3 Steps to Staying Branded on Platforms7 min readReading Time: 6 minutes
There is a compelling reason for you to know who Deborah Yeh is. She is the Senior Vice President of Marketing and Brand at Sephora, who drives their marketing strategy of honest and open two-way conversation with their consumers, something that luxury brands stay away from. Their marketing efforts, in keeping with their tagline, “Let’s beauty together,” permeates across channels and builds customer loyalty. Launched as a brand in early 1995, Sephora is on every teenager’s wishlist, every woman’s splurge list and their stocks on every investor’s ‘buy’ list.
What does it take to build such a formidable brand, and to get that brand to thrive, even in the times of a platform economy? A laser focus on brand creation, standing up for what you promise and adapting to new trends. Today, Sephora is able to sail through markets old and new alike, thanks to their belief in their own brand equity.
Here, we explore the idea of branding in today’s times and what it means to stand out even as you blend in. Retailers today understand well the catch-22 situation of selling on a marketplace or a retail platform.
Traditionally, offline retailers moving online, discover that a marketplace gives them an operational wiggle-room, but not necessarily the branding they need to survive the competition. And this competition comes in the form of very low prices, and sometimes from the platform itself.
According to the McKinsey State of Fashion 2018 report, competition from online players, and decreasing consumer loyalty rank among the top three challenges being faced by fashion retailers today. Fueled by the discount culture and an increasing preference for instant solutions, many more consumers are moving to platforms that offer fast deliveries, seamless returns and deep discounts to customers.
Brand equity, as a result, is being wiped out almost entirely. However, it does make us wonder, how do some brands manage to stay branded in this scenario? How have new entrants like Zappos and Kylie Cosmetics managed to build brand recall so quickly? Is it the power of an influencer? Is it social media?
Our answer – none of these in and of themselves offer a brand the ability to be a brand. Instead, branding 2.0, it turns out, is all about understanding your own values.
Here are three things you can do with your brand to start standing out, and away, from the platform economy and make a direct impact on your customers.
1. Voicing Your Brand Values
To understand how to stand out in an overcrowded retail marketplace, you need to know why there is a crowd in the first place. Fueled by the growth of a revolutionary business model like Amazon, its reach and its Fulfilment By Amazon offering, many people who were not retailers have opened up new businesses now. Seasoned retailers know that a sustainable business is built on sustainable positioning, a fact often missed out on by the newbies on the block.

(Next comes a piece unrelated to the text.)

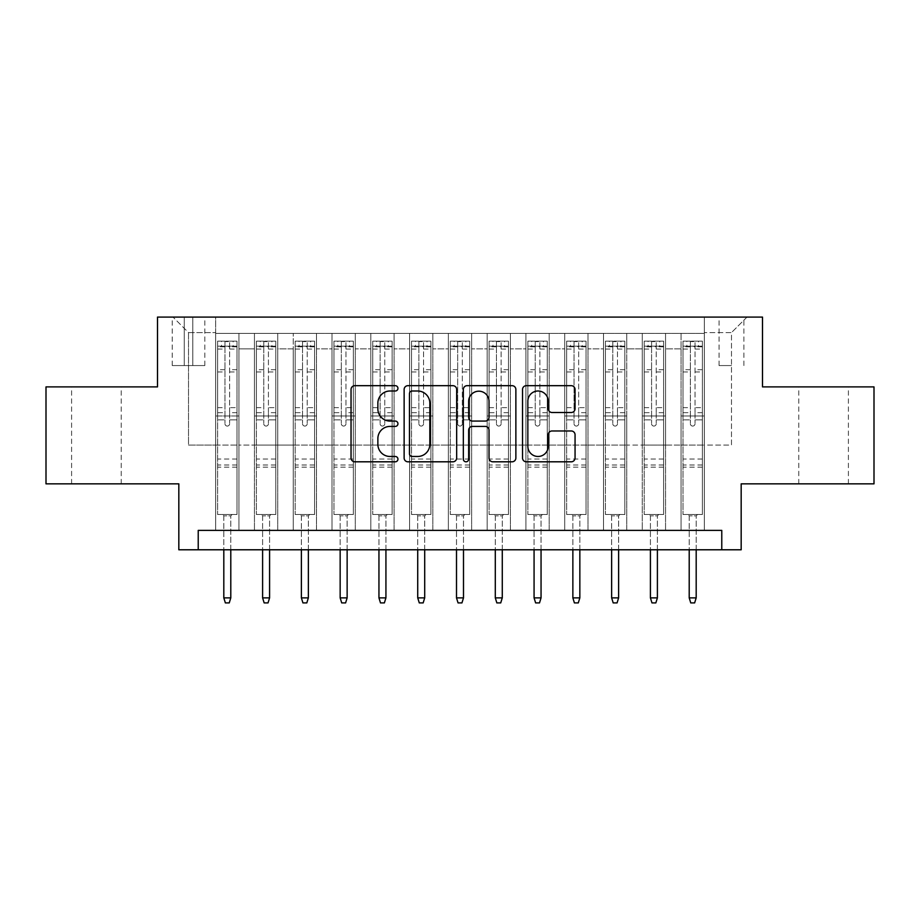 <?xml version="1.0" encoding="UTF-8"?>
<svg xmlns="http://www.w3.org/2000/svg" width="920" height="920" viewBox="0 0 920 920"><rect width="100%" height="100%" fill="white"/><g stroke="black" fill="none" stroke-linecap="round" stroke-linejoin="round"><path stroke-width="0.69" stroke-dasharray="4.6 3.45" d="M397.946 388.332A2.668 2.668 0 0 0 395.289 385.675L354.844 385.675A3.806 3.806 0 0 0 351.037 389.482L351.037 457.999A3.806 3.806 0 0 0 354.844 461.805L395.289 461.805A2.668 2.668 0 0 0 397.946 459.137A2.668 2.668 0 0 0 395.289 456.481L390.057 456.481A12.178 12.178 0 0 1 377.867 444.291L377.867 438.587A12.178 12.178 0 0 1 390.057 426.409L395.289 426.409A2.668 2.668 0 0 0 397.946 423.74A2.668 2.668 0 0 0 395.289 421.072L390.057 421.072A12.178 12.178 0 0 1 377.867 408.894L377.867 403.178A12.178 12.178 0 0 1 390.057 391L395.289 391A2.668 2.668 0 0 0 397.946 388.332M823.584 386.894L848.401 386.894L823.584 386.894M823.584 483.851L848.401 483.851L823.584 483.851M96.416 386.894L71.599 386.894L96.416 386.894M96.416 483.851L71.599 483.851L96.416 483.851M731.481 317.089L719.06 317.089L731.481 317.089M731.481 365.562L719.06 365.562L731.481 365.562M874 386.894L874 483.851L741.175 483.851L741.175 549.78L178.825 549.78L178.825 483.851L46 483.851L46 386.894L157.504 386.894L157.504 317.089L762.496 317.089L762.496 386.894L874 386.894M704.329 530.391L704.329 333.373L215.671 333.373L215.671 530.391L238.947 530.391L215.671 530.391L238.947 530.391L215.671 530.391L215.671 333.373L238.947 333.373L238.947 530.391L238.947 333.373L238.947 445.073L254.449 445.073L238.947 445.073L238.947 333.373L215.671 333.373L704.329 333.373L704.329 530.391L681.053 530.391L681.053 333.373L642.275 333.373L642.275 530.391L642.275 333.373L665.551 333.373L665.551 530.391L665.551 333.373L665.551 445.073L665.551 333.373L681.053 333.373L681.053 530.391L704.329 530.391L681.053 530.391L704.329 530.391L704.329 332.603L704.329 445.073L731.481 445.073L731.481 332.603L704.329 332.603L731.481 332.603L731.481 445.073L704.329 445.073L704.329 415.978L704.329 530.391M642.275 530.391L665.551 530.391L642.275 530.391L665.551 530.391L642.275 530.391L642.275 415.978L642.275 445.073L626.761 445.073L626.761 348.887L626.761 445.073L642.275 445.073L642.275 348.887L642.275 445.073L681.053 445.073L665.551 445.073L665.551 415.978L665.551 445.073L642.275 445.073L642.275 415.978L665.551 415.978L665.551 530.391L665.551 415.978L642.275 415.978L642.275 530.391M626.761 530.391L626.761 333.373L603.497 333.373L603.497 530.391L603.497 333.373L626.761 333.373L626.761 530.391L603.497 530.391L626.761 530.391L603.497 530.391L626.761 530.391L626.761 415.978L626.761 530.391M587.983 530.391L587.983 333.373L564.707 333.373L564.707 530.391L564.707 333.373L587.983 333.373L587.983 530.391L564.707 530.391L587.983 530.391L564.707 530.391L587.983 530.391L587.983 348.887L587.983 445.073L603.497 445.073L587.983 445.073L587.983 415.978L587.983 530.391M549.194 530.391L549.194 333.373L525.929 333.373L525.929 530.391L525.929 333.373L549.194 333.373L549.194 530.391L525.929 530.391L549.194 530.391L525.929 530.391L549.194 530.391L549.194 348.887L549.194 445.073L564.707 445.073L549.194 445.073L549.194 415.978L549.194 530.391M510.416 530.391L510.416 333.373L487.151 333.373L487.151 530.391L487.151 333.373L510.416 333.373L510.416 530.391L487.151 530.391L510.416 530.391L487.151 530.391L510.416 530.391L510.416 348.887L510.416 445.073L525.929 445.073L510.416 445.073L510.416 415.978L510.416 530.391M471.638 530.391L471.638 333.373L448.362 333.373L448.362 530.391L448.362 333.373L471.638 333.373L471.638 530.391L448.362 530.391L471.638 530.391L448.362 530.391L471.638 530.391L471.638 348.887L471.638 445.073L487.151 445.073L471.638 445.073L471.638 415.978L471.638 530.391M432.848 530.391L432.848 333.373L409.584 333.373L409.584 530.391L409.584 333.373L432.848 333.373L432.848 530.391L409.584 530.391L432.848 530.391L409.584 530.391L432.848 530.391L432.848 348.887L432.848 445.073L448.362 445.073L432.848 445.073L432.848 415.978L432.848 530.391M394.07 530.391L394.07 333.373L370.806 333.373L370.806 530.391L370.806 333.373L394.07 333.373L394.07 530.391L370.806 530.391L394.07 530.391L370.806 530.391L394.07 530.391L394.07 348.887L394.07 445.073L409.584 445.073L394.07 445.073L394.07 415.978L394.07 530.391M355.292 530.391L355.292 333.373L332.016 333.373L332.016 530.391L332.016 333.373L355.292 333.373L355.292 530.391L332.016 530.391L355.292 530.391L332.016 530.391L355.292 530.391L355.292 348.887L355.292 445.073L370.806 445.073L355.292 445.073L355.292 415.978L355.292 530.391M316.503 530.391L316.503 333.373L293.238 333.373L293.238 530.391L293.238 333.373L316.503 333.373L316.503 530.391L293.238 530.391L316.503 530.391L293.238 530.391L316.503 530.391L316.503 348.887L316.503 445.073L332.016 445.073L316.503 445.073L316.503 415.978L316.503 530.391M277.725 530.391L277.725 333.373L254.449 333.373L254.449 530.391L254.449 333.373L277.725 333.373L277.725 530.391L254.449 530.391L277.725 530.391L254.449 530.391L277.725 530.391L277.725 415.978L277.725 530.391M681.053 348.887L681.053 445.073L681.053 333.373L681.053 348.887L665.551 348.887L681.053 348.887M603.497 348.887L603.497 445.073L603.497 333.373L587.983 333.373L587.983 348.887L587.983 333.373L603.497 333.373L603.497 348.887L587.983 348.887L603.497 348.887M564.707 348.887L564.707 445.073L564.707 333.373L549.194 333.373L549.194 348.887L549.194 333.373L564.707 333.373L564.707 348.887L549.194 348.887L564.707 348.887M525.929 348.887L525.929 445.073L525.929 333.373L510.416 333.373L510.416 348.887L510.416 333.373L525.929 333.373L525.929 348.887L510.416 348.887L525.929 348.887M487.151 348.887L487.151 445.073L487.151 333.373L471.638 333.373L471.638 348.887L471.638 333.373L487.151 333.373L487.151 348.887L471.638 348.887L487.151 348.887M448.362 348.887L448.362 445.073L448.362 333.373L432.848 333.373L432.848 348.887L432.848 333.373L448.362 333.373L448.362 348.887L432.848 348.887L448.362 348.887M409.584 348.887L409.584 445.073L409.584 333.373L394.07 333.373L394.07 348.887L394.07 333.373L409.584 333.373L409.584 348.887L394.07 348.887L409.584 348.887M370.806 348.887L370.806 445.073L370.806 333.373L355.292 333.373L355.292 348.887L355.292 333.373L370.806 333.373L370.806 348.887L355.292 348.887L370.806 348.887M332.016 348.887L332.016 445.073L332.016 333.373L316.503 333.373L316.503 348.887L316.503 333.373L332.016 333.373L332.016 348.887L316.503 348.887L332.016 348.887M277.725 348.887L277.725 445.073L277.725 333.373L277.725 348.887L293.238 348.887L293.238 445.073L277.725 445.073L293.238 445.073L293.238 333.373L277.725 333.373L293.238 333.373L293.238 348.887L277.725 348.887M198.225 549.78L198.225 530.391L198.225 549.78L198.225 530.391L721.774 530.391L198.225 530.391L721.774 530.391L721.774 549.78M184.253 317.089L172.236 317.089L184.253 317.089L184.253 365.562L172.236 365.562L192.786 365.562L184.253 365.562L184.253 317.089M192.786 317.089L204.815 317.089L192.786 317.089L192.786 365.562L204.815 365.562L192.786 365.562L192.786 317.089M704.329 317.089L215.671 317.089L746.994 317.089L704.329 317.089L704.329 333.373L704.329 317.089M215.671 317.089L173.006 317.089L215.671 317.089L215.671 445.073L188.519 445.073L188.519 332.603L215.671 332.603L188.519 332.603L173.006 317.089L188.519 332.603L188.519 445.073L215.671 445.073L215.671 317.089M254.449 348.887L254.449 445.073L254.449 333.373L238.947 333.373L254.449 333.373L254.449 348.887L238.947 348.887L254.449 348.887M642.275 333.373L626.761 333.373L626.761 348.887L626.761 333.373L642.275 333.373L642.275 348.887L642.275 333.373M603.497 445.073L626.761 445.073L603.497 445.073L603.497 415.978L603.497 445.073M564.707 445.073L587.983 445.073L564.707 445.073L564.707 415.978L564.707 445.073M525.929 445.073L549.194 445.073L525.929 445.073L525.929 415.978L525.929 445.073M487.151 445.073L510.416 445.073L487.151 445.073L487.151 415.978L487.151 445.073M448.362 445.073L471.638 445.073L448.362 445.073L448.362 415.978L448.362 445.073M409.584 445.073L432.848 445.073L409.584 445.073L409.584 415.978L409.584 445.073M370.806 445.073L394.07 445.073L370.806 445.073L370.806 415.978L370.806 445.073M332.016 445.073L355.292 445.073L332.016 445.073L332.016 415.978L332.016 445.073M293.238 445.073L316.503 445.073L293.238 445.073L293.238 415.978L293.238 445.073M254.449 445.073L277.725 445.073L277.725 415.978L277.725 445.073L254.449 445.073L254.449 415.978L277.725 415.978L254.449 415.978L254.449 530.391L254.449 445.073M215.671 445.073L238.947 445.073L238.947 415.978L238.947 530.391L238.947 415.978L238.947 445.073L215.671 445.073L215.671 415.978L238.947 415.978L215.671 415.978L215.671 530.391L215.671 445.073M681.053 445.073L704.329 445.073L681.053 445.073L681.053 415.978L681.053 445.073M215.671 415.978L238.947 415.978L215.671 415.978M254.449 415.978L277.725 415.978L254.449 415.978M293.238 415.978L316.503 415.978L293.238 415.978L293.238 530.391L293.238 415.978L316.503 415.978L293.238 415.978M332.016 415.978L355.292 415.978L332.016 415.978L332.016 530.391L332.016 415.978L355.292 415.978L332.016 415.978M370.806 415.978L394.07 415.978L370.806 415.978L370.806 530.391L370.806 415.978L394.07 415.978L370.806 415.978M409.584 415.978L432.848 415.978L409.584 415.978L409.584 530.391L409.584 415.978L432.848 415.978L409.584 415.978M448.362 415.978L471.638 415.978L448.362 415.978L448.362 530.391L448.362 415.978L471.638 415.978L448.362 415.978M487.151 415.978L510.416 415.978L487.151 415.978L487.151 530.391L487.151 415.978L510.416 415.978L487.151 415.978M525.929 415.978L549.194 415.978L525.929 415.978L525.929 530.391L525.929 415.978L549.194 415.978L525.929 415.978M564.707 415.978L587.983 415.978L564.707 415.978L564.707 530.391L564.707 415.978L587.983 415.978L564.707 415.978M603.497 415.978L626.761 415.978L603.497 415.978L603.497 530.391L603.497 415.978L626.761 415.978L603.497 415.978M642.275 415.978L665.551 415.978L642.275 415.978M681.053 415.978L704.329 415.978L681.053 415.978L681.053 530.391L681.053 415.978L704.329 415.978L681.053 415.978M746.994 317.089L731.481 332.603L746.994 317.089M456.665 457.999L456.665 389.482A3.806 3.806 0 0 0 452.858 385.675L407.94 385.675A3.806 3.806 0 0 0 404.133 389.482L404.133 457.999A3.806 3.806 0 0 0 407.94 461.805L452.858 461.805A3.806 3.806 0 0 0 456.665 457.999M412.125 391A2.668 2.668 0 0 0 409.469 393.668L409.469 453.813A2.668 2.668 0 0 0 412.125 456.481L417.645 456.481A12.178 12.178 0 0 0 429.835 444.291L429.835 403.178A12.178 12.178 0 0 0 417.645 391L412.125 391M467.141 385.675L512.06 385.675A3.806 3.806 0 0 1 515.867 389.482L515.867 457.999A3.806 3.806 0 0 1 512.06 461.805L492.832 461.805A3.806 3.806 0 0 1 489.026 457.999L489.026 430.215A3.806 3.806 0 0 0 485.219 426.409L472.466 426.409A3.806 3.806 0 0 0 468.659 430.215L468.659 459.137A2.668 2.668 0 0 1 465.991 461.805A2.668 2.668 0 0 1 463.335 459.137L463.335 389.482A3.806 3.806 0 0 1 467.141 385.675M489.026 401.373A10.177 10.177 0 0 0 478.848 391.195A10.177 10.177 0 0 0 468.659 401.373L468.659 417.266A3.806 3.806 0 0 0 472.466 421.072L485.219 421.072A3.806 3.806 0 0 0 489.026 417.266L489.026 401.373M552.023 412.505L571.251 412.505A3.806 3.806 0 0 0 575.058 408.698L575.058 389.482A3.806 3.806 0 0 0 571.251 385.675L526.332 385.675A3.806 3.806 0 0 0 522.525 389.482L522.525 457.999A3.806 3.806 0 0 0 526.332 461.805L571.251 461.805A3.806 3.806 0 0 0 575.058 457.999L575.058 434.78A3.806 3.806 0 0 0 571.251 430.974L552.023 430.974A3.806 3.806 0 0 0 548.216 434.78L548.216 446.292A10.177 10.177 0 0 1 538.039 456.481A10.177 10.177 0 0 1 527.85 446.292L527.85 401.189A10.177 10.177 0 0 1 538.039 391A10.177 10.177 0 0 1 548.216 401.189L548.216 408.698A3.806 3.806 0 0 0 552.023 412.505M224.974 423.74A2.323 2.323 0 0 0 227.309 426.063A2.323 2.323 0 0 1 224.974 423.74L224.974 419.853L224.974 423.74M236.9 341.136L233.128 341.136L233.128 346.173L237.003 346.173L237.003 341.136L217.614 341.136L217.614 514.487L217.614 419.853L224.974 419.853L224.974 412.678L217.614 412.678M217.614 341.136L217.614 419.853L224.974 419.853L224.974 347.197C226.527 345.839 228.079 345.839 229.632 347.197L229.632 407.64L237.003 407.64L237.003 514.487L217.614 514.487L232.15 514.487L230.793 515.844L223.813 515.844L230.793 515.844L230.793 597.873L223.813 597.873L223.813 515.844L222.456 514.487L223.813 515.844L223.813 549.78M237.003 346.173L237.003 407.64M237.003 341.136L237.003 514.487L232.15 514.487L230.793 515.844L230.793 549.78M233.128 341.136L217.706 341.136M233.128 346.173L221.49 346.173L221.49 341.136M217.614 346.173L236.9 346.173M217.706 346.173L221.49 346.173M229.632 423.74A2.323 2.323 0 0 1 227.309 426.063A2.323 2.323 0 0 0 229.632 423.74L229.632 419.853L229.632 423.74M237.003 412.678L229.632 412.678L229.632 419.853L229.632 407.64M229.632 412.678L229.632 341.607L224.974 341.607L224.974 412.678M237.003 467.176L217.614 467.176M223.813 597.873L225.365 602.91L229.241 602.91L230.793 597.873M224.974 347.197L224.974 341.607M229.632 347.197L229.632 341.607M263.764 423.74A2.323 2.323 0 0 0 266.087 426.063A2.323 2.323 0 0 1 263.764 423.74L263.764 419.853L263.764 423.74M275.689 341.136L271.906 341.136L271.906 346.173L275.781 346.173L275.781 341.136L256.392 341.136L256.392 514.487L256.392 419.853L263.764 419.853L263.764 412.678L256.392 412.678M256.392 341.136L256.392 419.853L263.764 419.853L263.764 347.197C265.305 345.839 266.858 345.839 268.421 347.197L268.421 407.64L275.781 407.64L275.781 514.487L256.392 514.487L270.94 514.487L269.583 515.844L262.602 515.844L269.583 515.844L269.583 597.873L262.602 597.873L262.602 515.844L261.245 514.487L262.602 515.844L262.602 549.78M275.781 346.173L275.781 407.64M275.781 341.136L275.781 514.487L270.94 514.487L269.583 515.844L269.583 549.78M271.906 341.136L256.496 341.136M271.906 346.173L260.268 346.173L260.268 341.136M256.392 346.173L275.689 346.173M256.496 346.173L260.268 346.173M268.421 423.74A2.323 2.323 0 0 1 266.087 426.063A2.323 2.323 0 0 0 268.421 423.74L268.421 419.853L268.421 423.74M275.781 412.678L268.421 412.678L268.421 419.853L268.421 407.64M268.421 412.678L268.421 341.607L263.764 341.607L263.764 412.678M275.781 467.176L256.392 467.176M262.602 597.873L264.155 602.91L268.03 602.91L269.583 597.873M263.764 347.197L263.764 341.607M268.421 347.197L268.421 341.607M302.542 423.74A2.323 2.323 0 0 0 304.876 426.063A2.323 2.323 0 0 1 302.542 423.74L302.542 419.853L302.542 423.74M314.467 341.136L310.684 341.136L310.684 346.173L314.571 346.173L314.571 341.136L295.171 341.136L295.171 514.487L295.171 419.853L302.542 419.853L302.542 412.678L295.171 412.678M295.171 341.136L295.171 419.853L302.542 419.853L302.542 347.197C304.094 345.839 305.647 345.839 307.199 347.197L307.199 407.64L314.571 407.64L314.571 514.487L295.171 514.487L309.718 514.487L308.361 515.844L301.38 515.844L308.361 515.844L308.361 597.873L301.38 597.873L301.38 515.844L300.023 514.487L301.38 515.844L301.38 549.78M314.571 346.173L314.571 407.64M314.571 341.136L314.571 514.487L309.718 514.487L308.361 515.844L308.361 549.78M310.684 341.136L295.274 341.136M310.684 346.173L299.058 346.173L299.058 341.136M295.171 346.173L314.467 346.173M295.274 346.173L299.058 346.173M307.199 423.74A2.323 2.323 0 0 1 304.876 426.063A2.323 2.323 0 0 0 307.199 423.74L307.199 419.853L307.199 423.74M314.571 412.678L307.199 412.678L307.199 419.853L307.199 407.64M307.199 412.678L307.199 341.607L302.542 341.607L302.542 412.678M314.571 467.176L295.171 467.176M301.38 597.873L302.933 602.91L306.808 602.91L308.361 597.873M302.542 347.197L302.542 341.607M307.199 347.197L307.199 341.607M341.331 423.74A2.323 2.323 0 0 0 343.654 426.063A2.323 2.323 0 0 1 341.331 423.74L341.331 419.853L341.331 423.74M353.257 341.136L349.473 341.136L349.473 346.173L353.349 346.173L353.349 341.136L333.96 341.136L333.96 514.487L333.96 419.853L341.331 419.853L341.331 412.678L333.96 412.678M333.96 341.136L333.96 419.853L341.331 419.853L341.331 347.197C342.872 345.839 344.425 345.839 345.978 347.197L345.978 407.64L353.349 407.64L353.349 514.487L333.96 514.487L348.496 514.487L347.139 515.844L340.159 515.844L347.139 515.844L347.139 597.873L340.159 597.873L340.159 515.844L338.801 514.487L340.159 515.844L340.159 549.78M353.349 346.173L353.349 407.64M353.349 341.136L353.349 514.487L348.496 514.487L347.139 515.844L347.139 549.78M349.473 341.136L334.052 341.136M349.473 346.173L337.835 346.173L337.835 341.136M333.96 346.173L353.257 346.173M334.052 346.173L337.835 346.173M345.978 423.74A2.323 2.323 0 0 1 343.654 426.063A2.323 2.323 0 0 0 345.978 423.74L345.978 419.853L345.978 423.74M353.349 412.678L345.978 412.678L345.978 419.853L345.978 407.64M345.978 412.678L345.978 341.607L341.331 341.607L341.331 412.678M353.349 467.176L333.96 467.176M340.159 597.873L341.711 602.91L345.598 602.91L347.139 597.873M341.331 347.197L341.331 341.607M345.978 347.197L345.978 341.607M380.109 423.74A2.323 2.323 0 0 0 382.433 426.063A2.323 2.323 0 0 1 380.109 423.74L380.109 419.853L380.109 423.74M392.035 341.136L388.251 341.136L388.251 346.173L392.127 346.173L392.127 341.136L372.738 341.136L372.738 514.487L372.738 419.853L380.109 419.853L380.109 412.678L372.738 412.678M372.738 341.136L372.738 419.853L380.109 419.853L380.109 347.197C381.65 345.839 383.203 345.839 384.767 347.197L384.767 407.64L392.127 407.64L392.127 514.487L372.738 514.487L387.285 514.487L385.928 515.844L378.948 515.844L385.928 515.844L385.928 597.873L378.948 597.873L378.948 515.844L377.591 514.487L378.948 515.844L378.948 549.78M392.127 346.173L392.127 407.64M392.127 341.136L392.127 514.487L387.285 514.487L385.928 515.844L385.928 549.78M388.251 341.136L372.841 341.136M388.251 346.173L376.613 346.173L376.613 341.136M372.738 346.173L392.035 346.173M372.841 346.173L376.613 346.173M384.767 423.74A2.323 2.323 0 0 1 382.433 426.063A2.323 2.323 0 0 0 384.767 423.74L384.767 419.853L384.767 423.74M392.127 412.678L384.767 412.678L384.767 419.853L384.767 407.64M384.767 412.678L384.767 341.607L380.109 341.607L380.109 412.678M392.127 467.176L372.738 467.176M378.948 597.873L380.5 602.91L384.376 602.91L385.928 597.873M380.109 347.197L380.109 341.607M384.767 347.197L384.767 341.607M418.887 423.74A2.323 2.323 0 0 0 421.222 426.063A2.323 2.323 0 0 1 418.887 423.74L418.887 419.853L418.887 423.74M430.813 341.136L427.029 341.136L427.029 346.173L430.916 346.173L430.916 341.136L411.527 341.136L411.527 514.487L411.527 419.853L418.887 419.853L418.887 412.678L411.527 412.678M411.527 341.136L411.527 419.853L418.887 419.853L418.887 347.197C420.44 345.839 421.992 345.839 423.545 347.197L423.545 407.64L430.916 407.64L430.916 514.487L411.527 514.487L426.063 514.487L424.706 515.844L417.726 515.844L424.706 515.844L424.706 597.873L417.726 597.873L417.726 515.844L416.369 514.487L417.726 515.844L417.726 549.78M430.916 346.173L430.916 407.64M430.916 341.136L430.916 514.487L426.063 514.487L424.706 515.844L424.706 549.78M427.029 341.136L411.619 341.136M427.029 346.173L415.403 346.173L415.403 341.136M411.527 346.173L430.813 346.173M411.619 346.173L415.403 346.173M423.545 423.74A2.323 2.323 0 0 1 421.222 426.063A2.323 2.323 0 0 0 423.545 423.74L423.545 419.853L423.545 423.74M430.916 412.678L423.545 412.678L423.545 419.853L423.545 407.64M423.545 412.678L423.545 341.607L418.887 341.607L418.887 412.678M430.916 467.176L411.527 467.176M417.726 597.873L419.278 602.91L423.154 602.91L424.706 597.873M418.887 347.197L418.887 341.607M423.545 347.197L423.545 341.607M457.677 423.74A2.323 2.323 0 0 0 460 426.063A2.323 2.323 0 0 1 457.677 423.74L457.677 419.853L457.677 423.74M469.602 341.136L465.819 341.136L465.819 346.173L469.694 346.173L469.694 341.136L450.305 341.136L450.305 514.487L450.305 419.853L457.677 419.853L457.677 412.678L450.305 412.678M450.305 341.136L450.305 419.853L457.677 419.853L457.677 347.197C459.218 345.839 460.77 345.839 462.323 347.197L462.323 407.64L469.694 407.64L469.694 514.487L450.305 514.487L464.853 514.487L463.496 515.844L456.504 515.844L463.496 515.844L463.496 597.873L456.504 597.873L456.504 515.844L455.147 514.487L456.504 515.844L456.504 549.78M469.694 346.173L469.694 407.64M469.694 341.136L469.694 514.487L464.853 514.487L463.496 515.844L463.496 549.78M465.819 341.136L450.397 341.136M465.819 346.173L454.181 346.173L454.181 341.136M450.305 346.173L469.602 346.173M450.397 346.173L454.181 346.173M462.323 423.74A2.323 2.323 0 0 1 460 426.063A2.323 2.323 0 0 0 462.323 423.74L462.323 419.853L462.323 423.74M469.694 412.678L462.323 412.678L462.323 419.853L462.323 407.64M462.323 412.678L462.323 341.607L457.677 341.607L457.677 412.678M469.694 467.176L450.305 467.176M456.504 597.873L458.056 602.91L461.943 602.91L463.496 597.873M457.677 347.197L457.677 341.607M462.323 347.197L462.323 341.607M496.455 423.74A2.323 2.323 0 0 0 498.778 426.063A2.323 2.323 0 0 1 496.455 423.74L496.455 419.853L496.455 423.74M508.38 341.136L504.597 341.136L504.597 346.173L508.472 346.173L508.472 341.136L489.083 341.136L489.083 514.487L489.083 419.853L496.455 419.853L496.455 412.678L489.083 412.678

Your challenge is to stand out from this competition – and you can do it with your brand values.
Customers love a good story. Origins, history, why the brand made the decisions it did. Your job is to bring them from the marketplace to a platform where you can talk, and they listen.
One way to do this is to bring every single one of your Amazon and eBay customers onto your social media pages. With every product’s packaging, ensure that you include a brand card, with details of your social media handles. You need to grab the customer’s loyalty in the unboxing phase when emotions about the purchase decision are running high.
Some retailers benefit from printing QR codes on the packaging that leads customers to their most active social media handle, or to their very engaging blog. Others do well with city-specific pop-ups and events with special invites sent out to all marketplace customers.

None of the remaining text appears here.